Maximilian Watzka

Personal information
- Date of birth: 25 May 1986 (age 39)
- Place of birth: Leipzig, East Germany
- Height: 1.81 m (5 ft 11 in)
- Position: Midfielder

Youth career
- 1991–2004: VfB Leipzig

Senior career*
- Years: Team / Apps / (Gls)
- 2003–2004: VfB Leipzig / 1 / (0)
- 2004–2007: Sachsen Leipzig / 76 / (9)
- 2007–2008: Kickers Offenbach / 13 / (0)
- 2008–2010: 1. FC Magdeburg / 62 / (14)
- 2010–2012: RB Leipzig / 20 / (2)
- 2012–2013: Eintracht Trier / 29 / (3)
- 2013–2017: Viktoria Berlin / 90 / (21)
- 2017–2018: Progrès Niederkorn / 30 / (4)
- Total:  / 321 / (53)

= Maximilian Watzka =

German retired football player (born 1986)

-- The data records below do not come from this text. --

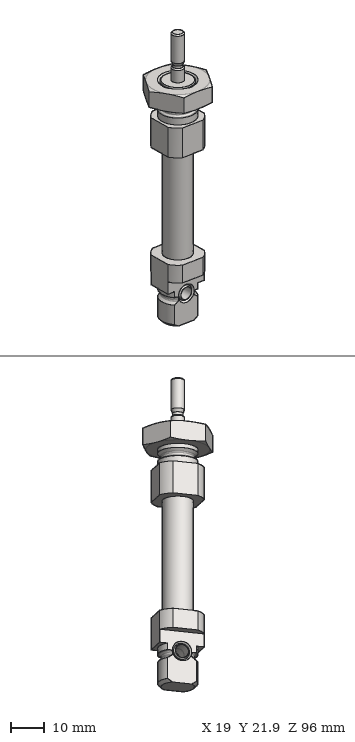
import cadquery as cq
import math

total_length = 96.0
nut_top = 80.0
nut_height = 6.0
front_groove_top = 72.8
front_cap_top = 68.0
front_cap_bottom = 58.0
rear_cap_top = 22.0
clevis_top = 16.0
rear_cap_bottom = 12.0
rear_groove_bottom = 7.5
pivot_height = 10.0
nut_bottom = nut_top - nut_height

rod_diameter = 4.0
rod_neck_diameter = 3.2
rod_thread_end = 86.4
rod_neck_bottom = 84.1

thread_diameter = 12.0
seat_diameter = 10.7
undercut_diameter = 10.0
undercut_length = 2.5
undercut_fillet = 0.6
tube_diameter = 9.3
cap_width = 14.0
cap_corner_diameter = 16.0

clevis_thickness = 8.0
pivot_diameter = 4.0
lip_end_diameter = 4.1
lip_diameter = 5.0
pivot_mouth_diameter = 6.0

nut_across_flats = 19.0
nut_chamfer_angle = 15.0


def cylinder(diameter, bottom, top):
    """Cylinder on the Z axis between two heights."""
    return cq.Workplane("XY").workplane(offset=bottom).circle(diameter / 2).extrude(top - bottom)


def revolve_profile(points):
    """Solid turned about the Z axis from (radius, height) points."""
    return cq.Workplane("XZ").polyline(points).close().revolve(360, (0, 0), (0, 1))


def make_cap(bottom, top):
    """Square cap whose corners are rounded by a circle on the axis."""
    height = top - bottom
    square = cq.Workplane("XY").workplane(offset=bottom).rect(cap_width, cap_width).extrude(height)
    return square.intersect(cylinder(cap_corner_diameter, bottom, top))


def make_undercut(shoulder, thread_side):
    """Ring to cut: square shoulder at one end, 45 degree run-out at the thread end.

    thread_side is +1 when the thread lies above the shoulder and -1 when it lies below.
    """
    outer = thread_diameter / 2
    inner = undercut_diameter / 2
    runout = shoulder + thread_side * undercut_length
    corner = runout - thread_side * (outer - inner)
    ring = revolve_profile([(outer, shoulder), (inner, shoulder), (inner, corner), (outer, runout)])
    inner_edges = cq.selectors.RadiusNthSelector(0)
    return ring.edges(inner_edges).fillet(undercut_fillet)


def make_front_end():
    """Threaded nose and cap at the rod end."""
    tip_chamfer = (seat_diameter - undercut_diameter) / 2
    seat = cylinder(seat_diameter, nut_bottom, nut_top).faces(">Z").chamfer(tip_chamfer)
    nose = cylinder(thread_diameter, front_cap_top, nut_bottom).union(seat)
    nose = nose.cut(make_undercut(front_groove_top - undercut_length, 1))
    return nose.union(make_cap(front_cap_bottom, front_cap_top))


def make_pivot_hole():
    """Cross hole along X, ringed on each clevis face by a V groove around its chamfered lip."""
    face = clevis_thickness / 2
    mouth = pivot_mouth_diameter / 2
    valley = lip_diameter / 2
    lip = lip_end_diameter / 2
    bore = pivot_diameter / 2
    depth = mouth - valley
    hole = cq.Workplane("YZ").circle(bore).extrude(face, both=True)
    for side in (-1, 1):
        groove = [(side * face, mouth), (side * (face - depth), valley), (side * face, lip)]
        hole = hole.union(cq.Workplane("XZ").polyline(groove).close().revolve(360, (0, 0), (1, 0)))
    return hole.translate((0, 0, pivot_height))


def make_rear_end():
    """Rear cap and threaded stub, flattened into a clevis with a pivot hole."""
    end_chamfer = (thread_diameter - undercut_diameter) / 2
    stub = cylinder(thread_diameter, 0, rear_cap_bottom).faces("<Z").chamfer(end_chamfer)
    stub = stub.cut(make_undercut(rear_groove_bottom + undercut_length, -1))
    rear = stub.union(make_cap(rear_cap_bottom, rear_cap_top))
    clevis = cq.Workplane("XY").rect(clevis_thickness, cap_width).extrude(clevis_top)
    upper = cylinder(cap_corner_diameter, clevis_top, rear_cap_top)
    return rear.intersect(clevis.union(upper)).cut(make_pivot_hole())


def make_housing(rod):
    """Both ends joined by the tube, with a blind bore that receives the rod."""
    tube = cylinder(tube_diameter, rear_cap_top, front_cap_bottom)
    return make_front_end().union(tube).union(make_rear_end()).cut(rod)


def make_rod():
    """Piston rod with a chamfered tip and a thread run-out neck, seated in the nose."""
    outer = rod_diameter / 2
    neck = rod_neck_diameter / 2
    chamfer = outer - neck
    runout_length = 1.1
    return revolve_profile([
        (0, front_cap_bottom),
        (outer, front_cap_bottom),
        (outer, rod_neck_bottom),
        (neck, rod_neck_bottom + chamfer),
        (neck, rod_thread_end - runout_length),
        (outer, rod_thread_end),
        (outer, total_length - chamfer),
        (neck, total_length),
        (0, total_length),
    ])


def make_nut():
    """Hexagonal nut with corners along Y, both faces chamfered and a countersunk bore."""
    corner_diameter = nut_across_flats / math.cos(math.radians(30))
    hexagon = cq.Workplane("XY").workplane(offset=nut_bottom).polygon(6, corner_diameter)
    blank = hexagon.extrude(nut_height).rotate((0, 0, 0), (0, 0, 1), 30)
    face_radius = nut_across_flats / 2
    corner_radius = corner_diameter / 2
    drop = (corner_radius - face_radius) * math.tan(math.radians(nut_chamfer_angle))
    envelope = revolve_profile([
        (0, nut_bottom),
        (face_radius, nut_bottom),
        (corner_radius, nut_bottom + drop),
        (corner_radius, nut_top - drop),
        (face_radius, nut_top),
        (0, nut_top),
    ])
    bore = cylinder(seat_diameter, nut_bottom, nut_top)
    outer = thread_diameter / 2
    inner = seat_diameter / 2
    countersink = revolve_profile([
        (0, nut_top - outer + inner),
        (inner, nut_top - outer + inner),
        (outer, nut_top),
        (0, nut_top),
    ])
    return blank.intersect(envelope).cut(bore).cut(countersink)


rod = make_rod()
housing = make_housing(rod)
nut = make_nut()

result = cq.Compound.makeCompound([housing.val(), rod.val(), nut.val()])

Maximilian Watzka (born 25 May 1986) is a German former professional football player.

== Career ==
Watzka began his career in the youth department of his home town club VfB Leipzig. In 2004, he moved to local rivals FC Sachsen Leipzig where he played in 76 NOFV-Oberliga Süd matches, scoring 9 goals. He also played in a match in the DFB-Pokal in 2005.

For the 2007–08 season, Watzka signed a professional contract with then-2nd Bundesliga side Kickers Offenbach. However, he only played in 13 matches, mostly as a substitute, and only was on the pitch for an average 20 minutes. He did not score any goals. Here he also played in one DFB-Pokal match.

After his rather disappointing spell at Offenbach Watzka moved to Regionalliga Nord side 1. FC Magdeburg where he quickly established himself as a first team regular. He played in all but one match and spent an average of 81 minutes on the pitch.